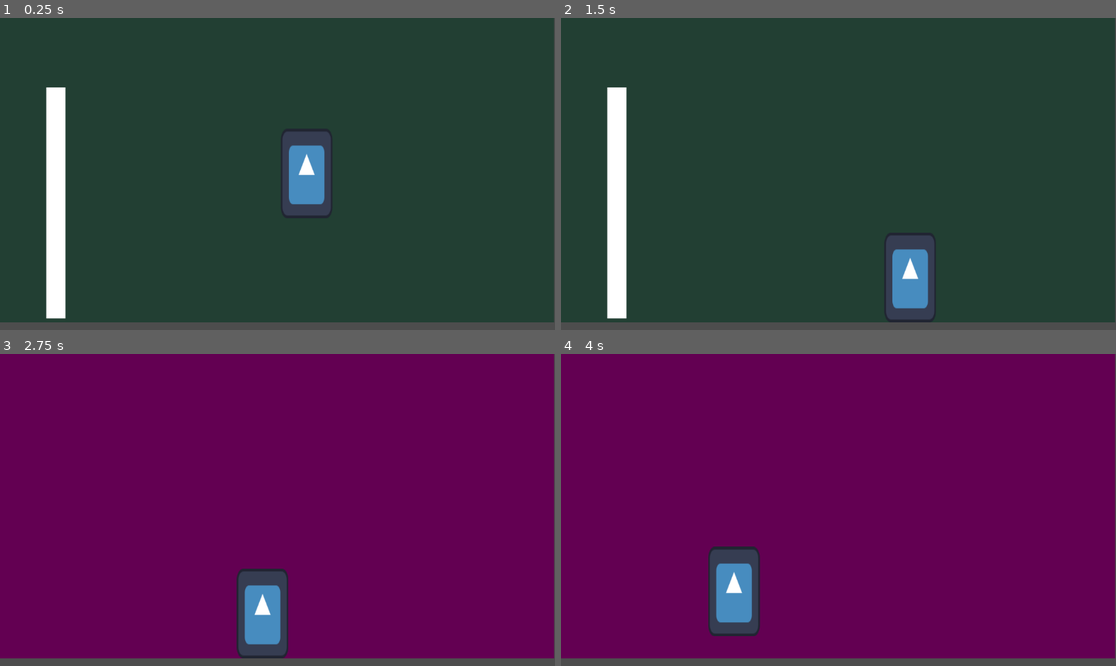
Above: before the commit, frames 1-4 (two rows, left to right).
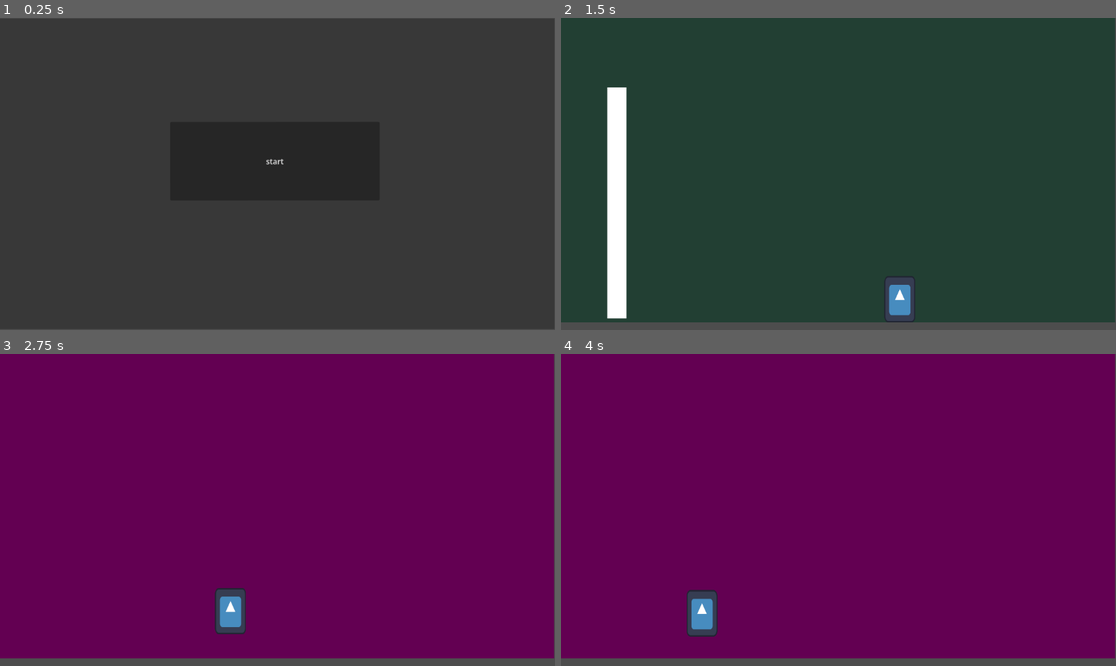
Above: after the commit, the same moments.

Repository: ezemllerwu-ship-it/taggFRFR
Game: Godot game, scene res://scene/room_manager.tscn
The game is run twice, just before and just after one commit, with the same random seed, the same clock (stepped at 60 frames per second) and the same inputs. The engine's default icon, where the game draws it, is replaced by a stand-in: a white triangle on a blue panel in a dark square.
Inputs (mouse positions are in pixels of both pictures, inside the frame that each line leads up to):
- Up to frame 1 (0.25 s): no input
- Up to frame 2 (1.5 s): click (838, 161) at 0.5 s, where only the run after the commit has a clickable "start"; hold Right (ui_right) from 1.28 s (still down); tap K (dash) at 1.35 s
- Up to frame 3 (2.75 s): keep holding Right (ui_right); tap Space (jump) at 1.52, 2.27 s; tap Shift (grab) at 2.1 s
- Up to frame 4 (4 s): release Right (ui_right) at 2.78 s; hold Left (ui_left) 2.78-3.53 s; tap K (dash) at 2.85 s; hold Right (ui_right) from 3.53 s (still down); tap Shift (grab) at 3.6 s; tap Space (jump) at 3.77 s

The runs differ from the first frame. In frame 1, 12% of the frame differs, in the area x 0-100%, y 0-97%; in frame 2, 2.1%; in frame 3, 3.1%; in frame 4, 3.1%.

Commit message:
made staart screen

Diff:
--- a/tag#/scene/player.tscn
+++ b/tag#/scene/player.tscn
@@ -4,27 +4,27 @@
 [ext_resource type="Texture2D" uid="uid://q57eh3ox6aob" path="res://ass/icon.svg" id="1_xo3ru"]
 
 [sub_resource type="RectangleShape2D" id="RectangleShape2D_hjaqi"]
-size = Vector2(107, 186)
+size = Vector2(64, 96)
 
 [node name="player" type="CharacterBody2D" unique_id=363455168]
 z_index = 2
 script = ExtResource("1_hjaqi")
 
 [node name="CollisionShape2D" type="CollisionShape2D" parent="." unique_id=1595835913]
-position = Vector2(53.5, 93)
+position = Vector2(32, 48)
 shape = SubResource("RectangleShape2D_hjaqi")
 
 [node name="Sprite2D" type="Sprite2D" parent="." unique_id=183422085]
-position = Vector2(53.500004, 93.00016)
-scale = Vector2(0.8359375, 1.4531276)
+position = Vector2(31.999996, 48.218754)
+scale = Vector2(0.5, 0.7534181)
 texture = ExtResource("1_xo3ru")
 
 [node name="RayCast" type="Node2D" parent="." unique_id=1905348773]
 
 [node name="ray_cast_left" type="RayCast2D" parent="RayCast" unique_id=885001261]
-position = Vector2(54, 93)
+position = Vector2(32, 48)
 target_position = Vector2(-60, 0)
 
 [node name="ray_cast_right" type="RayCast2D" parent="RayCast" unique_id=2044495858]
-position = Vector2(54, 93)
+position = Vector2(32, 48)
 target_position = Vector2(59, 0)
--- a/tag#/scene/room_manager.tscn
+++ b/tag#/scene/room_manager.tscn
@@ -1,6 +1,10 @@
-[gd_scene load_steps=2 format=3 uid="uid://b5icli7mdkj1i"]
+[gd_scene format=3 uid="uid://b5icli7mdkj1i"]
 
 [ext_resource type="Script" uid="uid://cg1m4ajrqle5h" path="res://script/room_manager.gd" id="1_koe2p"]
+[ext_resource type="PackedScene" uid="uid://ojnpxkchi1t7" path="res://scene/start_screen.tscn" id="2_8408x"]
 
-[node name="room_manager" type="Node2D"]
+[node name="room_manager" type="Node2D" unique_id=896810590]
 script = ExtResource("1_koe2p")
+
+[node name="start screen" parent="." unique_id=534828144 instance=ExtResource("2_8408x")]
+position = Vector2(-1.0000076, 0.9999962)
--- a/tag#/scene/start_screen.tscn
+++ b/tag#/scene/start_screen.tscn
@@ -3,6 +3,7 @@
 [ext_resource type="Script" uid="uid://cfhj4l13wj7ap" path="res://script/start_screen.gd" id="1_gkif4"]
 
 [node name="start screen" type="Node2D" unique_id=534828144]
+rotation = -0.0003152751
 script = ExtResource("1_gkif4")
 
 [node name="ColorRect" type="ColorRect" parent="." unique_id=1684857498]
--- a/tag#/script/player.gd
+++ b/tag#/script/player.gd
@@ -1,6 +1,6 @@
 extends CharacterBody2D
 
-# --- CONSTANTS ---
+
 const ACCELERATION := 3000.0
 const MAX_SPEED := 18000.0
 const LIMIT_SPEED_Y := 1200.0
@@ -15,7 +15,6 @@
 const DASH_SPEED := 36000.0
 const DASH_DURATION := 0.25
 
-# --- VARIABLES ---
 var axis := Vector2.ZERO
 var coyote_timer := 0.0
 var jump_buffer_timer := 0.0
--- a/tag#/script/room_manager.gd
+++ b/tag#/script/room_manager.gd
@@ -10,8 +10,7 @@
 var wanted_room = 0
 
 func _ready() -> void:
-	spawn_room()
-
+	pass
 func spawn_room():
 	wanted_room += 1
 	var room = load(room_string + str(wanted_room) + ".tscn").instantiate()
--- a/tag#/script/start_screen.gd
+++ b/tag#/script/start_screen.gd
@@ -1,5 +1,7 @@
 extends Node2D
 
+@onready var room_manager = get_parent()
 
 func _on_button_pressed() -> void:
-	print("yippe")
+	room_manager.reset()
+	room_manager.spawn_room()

******************************

### What the exercise asks
Please write out exactly, and only, the lines from the beginning of the entries through the line containing "Game: Godot game, scene", including both and skipping all pictures.

### Solution to this exercise
Above: before the commit, frames 1-4 (two rows, left to right).
Above: after the commit, the same moments.

Repository: ezemllerwu-ship-it/taggFRFR
Game: Godot game, scene res://scene/room_manager.tscn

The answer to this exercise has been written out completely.